Schlechte Zeiten für das Wohnmobil. Seit rund drei Jahren sind Helga und Bruno Heer nicht mehr so oft mit ihrem Gefährt unterwegs, und das liegt keineswegs nur an Corona. Ein gut 400 Quadratmeter großes Stück Erde an der Stadtmauer mit herrlichem Blick auf die Altstadt hat von März bis Ende Oktober ihre ganze Aufmerksamkeit. "Wir sind vier, fünf Tage in der Woche zusammen hier, meine Frau noch öfter", sagt Bruno Heer. Sie haben in den letzten Jahren ein kleines Paradies geschaffen, ein Zier- und Nutzgarten gleichermaßen. Und dabei sind sie eigentlich dazu gekommen, wie die berühmte Jungfrau zum Kind.

Denn eigentlich gehört der Garten gar nicht ihnen, sondern ihrem Sohn Björn. Er hatte sich schon lange einen Garten in Münnerstadt gewünscht und als die Parzelle an der Stadtmauer zum Verkauf stand, hat die Familie Heer zugeschlagen. Es gibt da nur ein kleines Problem: Björn Heer wohnt gar nicht mehr in Münnerstadt, sondern am Starnberger See. Und so haben sie sich die Tätigkeiten im Garten aufgeteilt. "Die Arbeit machen wir und er macht die Planung", sagt Helga Heer. Ihr Sohn plant alles ganz genau, welche Blumen gekauft werden und welche Pflanzen. Und als Rentner haben Helga und Bruno Heer genügend Zeit, sich darum zu kümmern.

Der Garten bietet alles: Auf der einen Seite wächst Gemüse, auf der anderen Pflanzen. Auch einen Teich mit Wiese gibt es. Und natürlich Bäume, die meisten sind erst neu hinzugekommen. Den vorhandenen alten Apfelbaum haben sie erst einmal kräftig stutzen müssen. Um ihn gibt es eine schöne Geschichte, die auch etwas mit den Initialen "OW" zu tun hat, die im Gartentor zu finden sind. Die stehen für Oskar Winkelmann, ihm hat der Garten einst gehört. Dessen Sohn, Karl-Heiz Winkelmann, der das gleichnamige Café am Marktplatz betrieb (heute wieder Zum Bären), verpachtete den Garten. Von den vorherigen Pächtern haben die Heers erfahren, dass Karl-Heinz Winkelmann im Herbst immer die Äpfel von diesem Baum geerntet hat, um damit seinen berühmten Apfelkuchen zu backen.

Es gibt noch mehr Geschichten und Geschichte in dem kleinen Garten. Ganz hinten unmittelbar neben dem Zusammenfluss von Mühlbach und Talwasser steht ein kleines Häuschen, gerade einmal groß genug, um ein paar Geräte hineinzustellen. Aber immerhin, die kleine Hütte verfügt über eine Veranda. Als die Familie Heer den Garten übernommen hat, war die Hütte in einem schlechten Zustand Als sie das Lenolium entfernt haben, kam ein kleines Mosaik zum Vorschein: die Jahreszahl 1932. Da ist sie offensichtlich gebaut worden. Die Hütte selbst haben die Heer belassen, die Holzkonstruktion der Veranda musste aber erneuert werden. "Wir haben uns einen Schreiner geholt, der hat alles wie früher gezapft", sagt Bruno Heer. Keine Schraube hält die Konstruktion zusammen.

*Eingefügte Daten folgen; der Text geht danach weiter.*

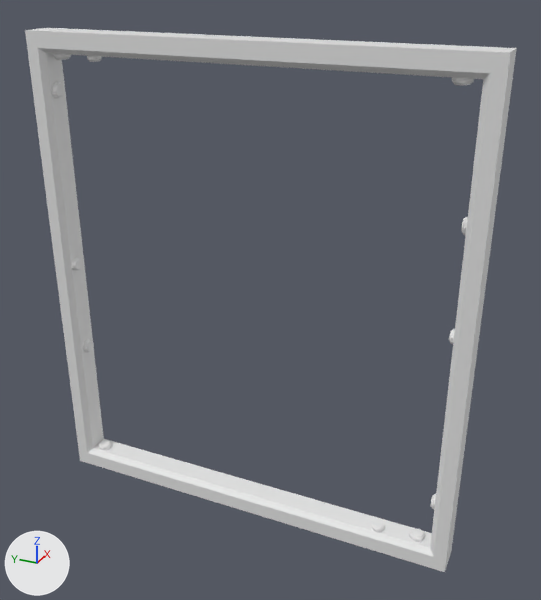
Before and after pictures for a commit that changed the FBX model Assets/FPV/03_Art/03_KitModulaire/02_Aeration/SM_Separation_Aeration.fbx.
Rendered twice from a 50 mm camera at (-4.91, -2.41, 4.41) aimed at (0.08, -0.16, 1.92). Lighting does not change. The marker at lower left points along +X, +Y and +Z. The older version comes first. Where no turn or scale is listed for an object, it has been applied to the vertices.

The first picture shows 'SM_Separation_Aeration'.
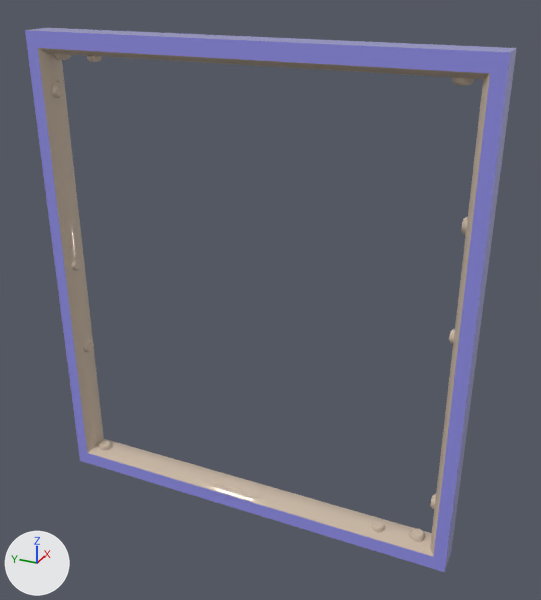
Commit message: inté de l'aeration qu'il manquait

Pixel boxes [x1, y1, x2, y2] of what changed, in the pictures (541 x 600 px):
part 1 of me_mesh, recoloured
    both: [38, 48, 490, 556]
part 2 of me_mesh, recoloured
    both: [56, 273, 479, 572]
part 3 of me_mesh, recoloured
    both: [25, 28, 517, 354]

The edits, one by one:
Material '02 - Default' (mat_02___default) is new.
Its base color is (0.599, 0.487, 0.385) (beige #cbb9a7).
Its roughness is 0.0.
Material '01 - Default' (mat_01___default) is new.
Its base color is (0.31, 0.299, 0.862) (blue #9795ef).
Its roughness is 0.0.
me_mesh has 424 vertices, 704 faces and spans x -0.13..0.13, y -1.8..1.8, z -0.1..3.91.
me_mesh is used by ob_sm_separation_aeration; location (0.0, 0.0, 0.0).
me_mesh part 1: all 624 faces centred in x -0.12..0.12, y -1.68..1.68, z 0.04..3.77 switch from no material to mat_02___default (beige #cbb9a7).
me_mesh part 2: 40 of the faces centred in x -0.13..0.13, y -1.8..1.8, z -0.1..1.29 switch from no material to mat_01___default (blue #9795ef).
me_mesh part 3: 40 of the faces centred in x -0.13..0.13, y -1.8..1.8, z 2.52..3.91 switch from no material to mat_01___default (blue #9795ef).

Was von den alten Balken noch gut war, fand gleich eine neue Verwendung. Bruno Heer hat aus den Balken und einer ausgedienten Fensterscheibe einen Tisch gemacht und ein paar Bänke dazu. So ist ein schöner kleiner Platz entstanden, an dem sie schon den eine oder andre Geburtstag gefeiert haben.

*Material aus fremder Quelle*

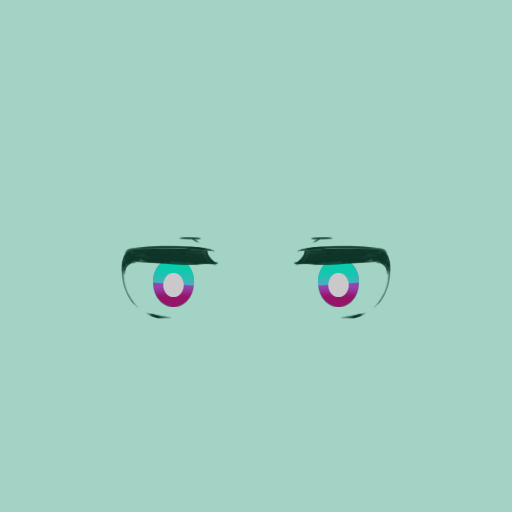
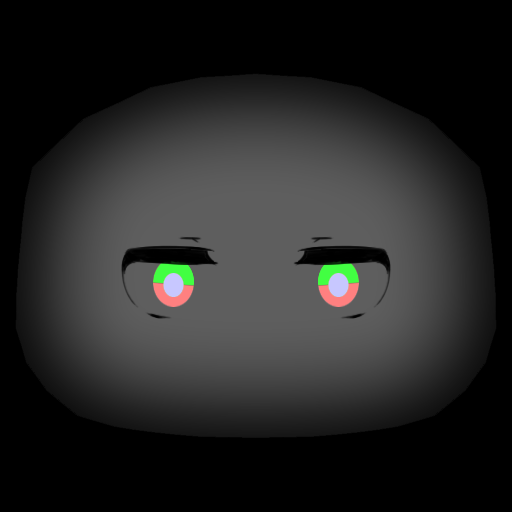
Layered file, before and after one edit (512x512). Changes by layer:
showed group "Emiss" (14 layers) over [0, 0, 512, 512]
added group "R" (1st of 3, in "Emiss") with 5 layers in group "Emiss" over [0, 0, 512, 512]
moved "图层 36" into group "R" over [120, 236, 219, 320]
moved "图层 35" into group "R", painted on it over [163, 273, 184, 297]
moved "图层 34" into group "R", painted on it over [153, 258, 194, 287]
moved "图层 33" into group "R", painted on it over [153, 258, 194, 307]
painted on "图层 27" over [328, 273, 349, 297]
painted on "图层 26" over [318, 258, 359, 287]
painted on "图层 24" over [318, 258, 359, 307]
hid group "Normal" (17 layers) over [0, 0, 512, 512]

Wenn man den blühenden Garten sieht, kann man gar nicht glauben, dass Helga und Bruno Heer bis vor ein paar Jahren nicht unbedingt Gartenexperten waren. "Wir haben uns gezwungenermaßen eingelesen in den Bereich Nutzgarten", sagt Bruno Heer. Und sie haben viele Tipps und Hilfe von den Gartennachbarn bekommen. "Man muss einfach nachfragen, ich habe kein Problem damit", fügt Helga Heer hinzu. Schließlich seien sie ja etwas überraschend zu Gartenbesitzern geworden.

Jetzt ist es an der Zeit, die Früchte ihrer Arbeit zu ernten, Zucchini und Erdbeeren beispielsweise. Und wenn sie dann doch wieder einmal ins Wohnmobil steigen und zu ihrem Sohn an den Starnberger See fahren, geht die Ernte mit auf Reisen. Schließlich soll Björn Heer auch etwas von seinem Garten haben.